For those unaware of Delta’s recent issues, powerful storms led the airline to cancel around 3,000 flights beginning last week and into the weekend.
In an update on Saturday, the airline apologized for the “disruption and continued difficulty reaccommodating those whose travel had been affected by the lingering impact of this week’s storms.”
While the airline attempted to placate some passengers with multi-airport pizza parties, the cheese pies can only create so much goodwill for frustrated passengers.
According to Begley Bloom, her family received a bit more than pizza when they were unable to fly out of New York over the weekend.
She thought they might miss the chaos Friday, as the storms had already passed, but she was wrong and they endured hours of delays. The airline eventually began offering money to volunteers to give up their tickets for the family’s overbooked flight.
At first, they weren’t tempted enough to give up their trip to Florida, but when the compensation jumped to $900 a ticket in retail gift cards, she began thinking of taking the option.
They eventually negotiated a price of $1,350 per ticket to give up their seats on the flight — a total of $4,050 — and headed home for the night after rebooking for Saturday.
When they returned Saturday, they found the flight was already delayed and the airline was offering compensation for those willing to give up their seats. The family once again played the waiting game, that is until Delta offered $1,300 per ticket. When you include the $15/each for lunch, and a $50 roundtrip taxi ride, the family made about $4,000 on Saturday alone.

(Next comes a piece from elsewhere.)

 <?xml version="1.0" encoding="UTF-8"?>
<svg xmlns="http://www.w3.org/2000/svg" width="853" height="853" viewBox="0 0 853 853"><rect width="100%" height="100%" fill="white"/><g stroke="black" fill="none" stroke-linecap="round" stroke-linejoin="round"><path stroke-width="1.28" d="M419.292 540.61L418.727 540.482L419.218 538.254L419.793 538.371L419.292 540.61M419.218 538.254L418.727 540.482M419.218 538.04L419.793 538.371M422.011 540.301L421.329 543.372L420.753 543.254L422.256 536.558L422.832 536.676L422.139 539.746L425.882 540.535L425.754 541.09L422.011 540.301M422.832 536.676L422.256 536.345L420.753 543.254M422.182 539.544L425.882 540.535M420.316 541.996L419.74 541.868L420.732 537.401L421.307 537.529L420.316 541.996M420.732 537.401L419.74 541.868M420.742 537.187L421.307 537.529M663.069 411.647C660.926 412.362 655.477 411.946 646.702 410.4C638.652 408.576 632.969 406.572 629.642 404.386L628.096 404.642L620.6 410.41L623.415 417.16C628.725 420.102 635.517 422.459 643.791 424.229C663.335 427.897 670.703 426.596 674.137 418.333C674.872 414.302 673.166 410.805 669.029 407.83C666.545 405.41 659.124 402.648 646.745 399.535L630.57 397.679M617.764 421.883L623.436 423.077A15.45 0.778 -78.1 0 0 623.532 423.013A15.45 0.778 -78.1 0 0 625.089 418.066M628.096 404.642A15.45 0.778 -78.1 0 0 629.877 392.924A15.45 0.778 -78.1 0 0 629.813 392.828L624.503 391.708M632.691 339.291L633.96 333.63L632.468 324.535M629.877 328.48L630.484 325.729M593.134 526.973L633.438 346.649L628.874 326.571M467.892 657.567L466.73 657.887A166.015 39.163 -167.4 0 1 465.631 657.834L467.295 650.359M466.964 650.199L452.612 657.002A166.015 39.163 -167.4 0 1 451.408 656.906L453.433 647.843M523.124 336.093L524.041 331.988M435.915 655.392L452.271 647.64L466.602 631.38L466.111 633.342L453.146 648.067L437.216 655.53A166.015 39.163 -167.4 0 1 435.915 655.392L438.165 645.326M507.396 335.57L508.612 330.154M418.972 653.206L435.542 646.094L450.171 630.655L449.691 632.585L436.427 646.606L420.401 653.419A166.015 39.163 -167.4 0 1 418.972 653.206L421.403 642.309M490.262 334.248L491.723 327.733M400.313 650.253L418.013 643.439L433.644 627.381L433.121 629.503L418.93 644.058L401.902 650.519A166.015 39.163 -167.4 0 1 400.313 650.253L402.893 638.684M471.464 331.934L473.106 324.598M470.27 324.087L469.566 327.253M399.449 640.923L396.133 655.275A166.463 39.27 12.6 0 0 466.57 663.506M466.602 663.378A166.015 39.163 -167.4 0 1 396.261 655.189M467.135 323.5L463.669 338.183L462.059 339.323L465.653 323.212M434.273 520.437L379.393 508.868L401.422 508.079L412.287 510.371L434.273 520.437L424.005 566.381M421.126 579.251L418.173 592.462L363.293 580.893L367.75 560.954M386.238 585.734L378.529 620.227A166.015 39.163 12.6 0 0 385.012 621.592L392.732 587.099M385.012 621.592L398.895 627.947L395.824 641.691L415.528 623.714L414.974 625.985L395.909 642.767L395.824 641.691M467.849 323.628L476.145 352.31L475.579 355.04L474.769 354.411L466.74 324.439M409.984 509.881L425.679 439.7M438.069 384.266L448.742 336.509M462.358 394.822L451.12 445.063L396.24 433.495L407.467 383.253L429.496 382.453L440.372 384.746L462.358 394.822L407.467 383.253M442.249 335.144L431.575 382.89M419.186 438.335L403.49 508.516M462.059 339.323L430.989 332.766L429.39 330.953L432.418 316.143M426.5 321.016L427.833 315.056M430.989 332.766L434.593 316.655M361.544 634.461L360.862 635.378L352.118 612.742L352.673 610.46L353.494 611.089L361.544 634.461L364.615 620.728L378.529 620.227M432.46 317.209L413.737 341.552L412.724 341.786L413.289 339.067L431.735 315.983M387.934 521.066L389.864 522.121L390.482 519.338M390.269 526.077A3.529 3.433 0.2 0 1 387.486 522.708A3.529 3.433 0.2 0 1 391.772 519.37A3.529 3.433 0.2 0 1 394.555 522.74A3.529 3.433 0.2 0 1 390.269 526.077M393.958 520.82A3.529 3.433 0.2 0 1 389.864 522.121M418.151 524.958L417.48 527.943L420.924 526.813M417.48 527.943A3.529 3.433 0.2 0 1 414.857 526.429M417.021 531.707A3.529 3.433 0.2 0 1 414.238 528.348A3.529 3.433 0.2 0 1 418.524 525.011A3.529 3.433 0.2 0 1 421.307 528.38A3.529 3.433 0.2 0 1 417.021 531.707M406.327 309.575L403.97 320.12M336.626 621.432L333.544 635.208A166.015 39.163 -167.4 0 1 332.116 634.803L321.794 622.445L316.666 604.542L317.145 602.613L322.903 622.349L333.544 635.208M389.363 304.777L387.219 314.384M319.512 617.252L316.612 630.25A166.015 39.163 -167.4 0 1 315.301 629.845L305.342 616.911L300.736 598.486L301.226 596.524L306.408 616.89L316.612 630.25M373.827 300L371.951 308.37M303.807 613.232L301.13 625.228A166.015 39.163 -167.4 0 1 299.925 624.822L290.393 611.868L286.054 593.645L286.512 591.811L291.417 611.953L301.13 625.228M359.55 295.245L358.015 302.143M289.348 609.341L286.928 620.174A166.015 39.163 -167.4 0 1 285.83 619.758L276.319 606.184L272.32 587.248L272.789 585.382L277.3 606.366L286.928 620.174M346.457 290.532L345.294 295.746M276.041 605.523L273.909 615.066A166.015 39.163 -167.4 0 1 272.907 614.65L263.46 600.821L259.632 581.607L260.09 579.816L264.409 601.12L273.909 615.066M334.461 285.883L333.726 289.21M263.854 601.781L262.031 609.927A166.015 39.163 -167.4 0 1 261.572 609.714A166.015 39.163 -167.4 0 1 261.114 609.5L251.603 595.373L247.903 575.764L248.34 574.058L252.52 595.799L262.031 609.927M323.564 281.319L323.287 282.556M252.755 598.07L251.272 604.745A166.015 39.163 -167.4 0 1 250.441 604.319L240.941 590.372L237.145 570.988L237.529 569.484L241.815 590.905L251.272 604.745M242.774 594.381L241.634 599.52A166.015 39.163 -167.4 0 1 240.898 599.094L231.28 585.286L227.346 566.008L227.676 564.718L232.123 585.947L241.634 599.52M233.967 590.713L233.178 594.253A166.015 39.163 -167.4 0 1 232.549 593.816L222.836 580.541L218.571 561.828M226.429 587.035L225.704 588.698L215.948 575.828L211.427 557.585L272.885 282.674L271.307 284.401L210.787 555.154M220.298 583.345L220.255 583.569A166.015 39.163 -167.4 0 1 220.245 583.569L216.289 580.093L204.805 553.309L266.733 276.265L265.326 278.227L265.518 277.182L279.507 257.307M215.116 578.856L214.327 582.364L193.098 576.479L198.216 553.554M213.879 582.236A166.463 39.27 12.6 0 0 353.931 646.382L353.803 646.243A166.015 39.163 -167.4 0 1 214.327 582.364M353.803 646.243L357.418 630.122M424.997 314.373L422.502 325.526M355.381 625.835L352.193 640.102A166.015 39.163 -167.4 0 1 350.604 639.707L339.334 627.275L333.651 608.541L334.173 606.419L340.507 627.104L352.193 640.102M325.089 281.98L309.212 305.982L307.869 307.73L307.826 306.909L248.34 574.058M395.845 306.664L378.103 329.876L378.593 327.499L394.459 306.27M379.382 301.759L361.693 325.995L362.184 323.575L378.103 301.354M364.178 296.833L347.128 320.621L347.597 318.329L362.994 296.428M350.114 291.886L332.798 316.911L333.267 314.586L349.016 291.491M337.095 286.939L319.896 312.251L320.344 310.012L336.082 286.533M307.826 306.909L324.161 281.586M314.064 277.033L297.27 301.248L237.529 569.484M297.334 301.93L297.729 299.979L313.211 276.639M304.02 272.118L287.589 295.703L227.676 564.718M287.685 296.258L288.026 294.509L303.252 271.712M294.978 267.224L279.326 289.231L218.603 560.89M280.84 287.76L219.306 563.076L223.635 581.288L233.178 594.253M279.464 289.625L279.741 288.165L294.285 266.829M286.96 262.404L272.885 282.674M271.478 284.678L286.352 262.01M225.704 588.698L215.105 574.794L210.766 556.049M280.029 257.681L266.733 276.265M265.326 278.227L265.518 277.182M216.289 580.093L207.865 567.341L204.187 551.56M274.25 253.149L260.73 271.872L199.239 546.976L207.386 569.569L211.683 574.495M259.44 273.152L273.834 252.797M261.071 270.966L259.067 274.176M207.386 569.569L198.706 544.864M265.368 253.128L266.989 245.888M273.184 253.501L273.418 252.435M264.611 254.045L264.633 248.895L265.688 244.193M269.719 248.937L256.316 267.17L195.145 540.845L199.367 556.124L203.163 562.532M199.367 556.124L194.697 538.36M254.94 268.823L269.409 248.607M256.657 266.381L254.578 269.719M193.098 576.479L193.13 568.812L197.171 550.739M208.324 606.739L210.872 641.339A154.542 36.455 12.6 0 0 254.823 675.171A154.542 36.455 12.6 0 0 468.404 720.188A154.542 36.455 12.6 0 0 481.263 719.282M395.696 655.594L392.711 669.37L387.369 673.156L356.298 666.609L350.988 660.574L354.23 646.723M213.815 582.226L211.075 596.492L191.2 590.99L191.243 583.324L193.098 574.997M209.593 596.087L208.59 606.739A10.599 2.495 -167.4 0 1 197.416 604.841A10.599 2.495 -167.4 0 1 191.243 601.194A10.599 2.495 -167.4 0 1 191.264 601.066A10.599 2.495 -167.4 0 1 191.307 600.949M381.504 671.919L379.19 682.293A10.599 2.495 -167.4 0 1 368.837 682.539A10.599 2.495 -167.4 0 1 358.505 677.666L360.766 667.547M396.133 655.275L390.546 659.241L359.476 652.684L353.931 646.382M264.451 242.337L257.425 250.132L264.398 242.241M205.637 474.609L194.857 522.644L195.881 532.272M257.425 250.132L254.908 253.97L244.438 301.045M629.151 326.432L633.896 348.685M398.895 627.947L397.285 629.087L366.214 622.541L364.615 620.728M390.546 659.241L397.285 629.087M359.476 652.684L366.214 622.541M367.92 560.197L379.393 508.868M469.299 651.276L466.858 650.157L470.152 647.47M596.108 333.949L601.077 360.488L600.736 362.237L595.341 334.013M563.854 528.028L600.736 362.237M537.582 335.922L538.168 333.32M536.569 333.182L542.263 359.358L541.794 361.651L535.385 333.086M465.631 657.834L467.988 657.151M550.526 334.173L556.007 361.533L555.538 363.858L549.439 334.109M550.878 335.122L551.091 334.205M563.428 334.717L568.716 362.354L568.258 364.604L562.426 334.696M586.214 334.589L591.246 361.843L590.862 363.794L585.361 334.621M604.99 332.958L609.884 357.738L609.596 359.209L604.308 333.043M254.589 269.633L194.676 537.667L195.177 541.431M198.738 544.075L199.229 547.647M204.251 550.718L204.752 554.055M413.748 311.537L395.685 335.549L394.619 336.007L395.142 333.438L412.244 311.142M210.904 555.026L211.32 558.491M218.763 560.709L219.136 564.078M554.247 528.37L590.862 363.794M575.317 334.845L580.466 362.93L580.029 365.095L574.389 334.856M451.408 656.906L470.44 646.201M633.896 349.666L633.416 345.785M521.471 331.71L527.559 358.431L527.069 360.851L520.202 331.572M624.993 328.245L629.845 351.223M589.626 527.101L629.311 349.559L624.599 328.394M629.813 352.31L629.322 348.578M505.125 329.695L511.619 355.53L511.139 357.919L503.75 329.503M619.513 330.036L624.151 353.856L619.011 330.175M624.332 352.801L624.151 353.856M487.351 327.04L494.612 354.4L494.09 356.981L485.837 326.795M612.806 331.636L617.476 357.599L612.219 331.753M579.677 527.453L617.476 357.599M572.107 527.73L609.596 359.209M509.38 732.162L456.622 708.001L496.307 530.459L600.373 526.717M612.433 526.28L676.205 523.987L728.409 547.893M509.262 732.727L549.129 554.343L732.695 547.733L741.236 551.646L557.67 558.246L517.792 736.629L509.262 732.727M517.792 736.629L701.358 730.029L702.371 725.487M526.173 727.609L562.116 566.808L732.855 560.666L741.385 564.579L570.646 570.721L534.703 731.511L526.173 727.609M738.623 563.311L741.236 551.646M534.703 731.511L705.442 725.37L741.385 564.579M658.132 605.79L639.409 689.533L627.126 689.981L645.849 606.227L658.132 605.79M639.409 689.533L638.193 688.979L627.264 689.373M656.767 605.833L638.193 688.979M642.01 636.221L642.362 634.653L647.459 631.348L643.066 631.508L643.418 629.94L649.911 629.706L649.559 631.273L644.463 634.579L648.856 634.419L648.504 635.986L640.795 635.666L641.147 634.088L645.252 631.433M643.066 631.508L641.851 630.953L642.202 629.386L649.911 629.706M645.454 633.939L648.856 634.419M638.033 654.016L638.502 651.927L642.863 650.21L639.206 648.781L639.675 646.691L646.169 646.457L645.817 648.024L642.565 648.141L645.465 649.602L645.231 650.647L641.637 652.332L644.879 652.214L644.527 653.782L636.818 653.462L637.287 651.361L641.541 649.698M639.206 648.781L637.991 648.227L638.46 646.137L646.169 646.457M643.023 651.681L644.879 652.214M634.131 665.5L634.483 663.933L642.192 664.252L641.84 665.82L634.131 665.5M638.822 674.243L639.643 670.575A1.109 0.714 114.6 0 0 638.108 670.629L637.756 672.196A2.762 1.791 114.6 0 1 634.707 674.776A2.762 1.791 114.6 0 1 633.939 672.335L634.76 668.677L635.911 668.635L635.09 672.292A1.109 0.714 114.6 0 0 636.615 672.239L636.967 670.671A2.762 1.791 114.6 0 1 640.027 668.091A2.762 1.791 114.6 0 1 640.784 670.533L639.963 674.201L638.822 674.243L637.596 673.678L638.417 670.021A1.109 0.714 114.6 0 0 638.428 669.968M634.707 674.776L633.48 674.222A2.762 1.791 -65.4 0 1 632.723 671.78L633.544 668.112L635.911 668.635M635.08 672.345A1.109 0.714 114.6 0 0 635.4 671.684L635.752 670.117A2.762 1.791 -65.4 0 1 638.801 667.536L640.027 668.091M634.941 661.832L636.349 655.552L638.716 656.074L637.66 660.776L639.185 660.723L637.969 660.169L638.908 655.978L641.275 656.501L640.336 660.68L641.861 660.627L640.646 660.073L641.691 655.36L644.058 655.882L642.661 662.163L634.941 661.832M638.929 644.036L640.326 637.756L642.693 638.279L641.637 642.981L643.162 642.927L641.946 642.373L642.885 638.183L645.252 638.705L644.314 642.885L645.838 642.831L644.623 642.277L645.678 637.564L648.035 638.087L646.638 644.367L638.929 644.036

Rebooking for Sunday, however, became a problem. With the family drained, they asked if they could just forgo the trip altogether. This garnered them another $1,000 per person, plus the original cost of the three tickets.
“We accepted Delta’s offer and went home, sad to miss our trip, but not so sad about the lucrative results,” Begley Bloom wrote.
While she admits that she felt guilty making so much money off the airline, she was assured by other passengers they were doing the right thing.
As for Delta, CNN reports the airline says it should be operating at normal service today after canceling another 150 flights Sunday.
“Unfortunately, availability of flight crews to operate within federally mandated crew rest and duty day guidelines following last week’s disruption are still prompting some additional cancellations and delays,” the airline said in an update at the time.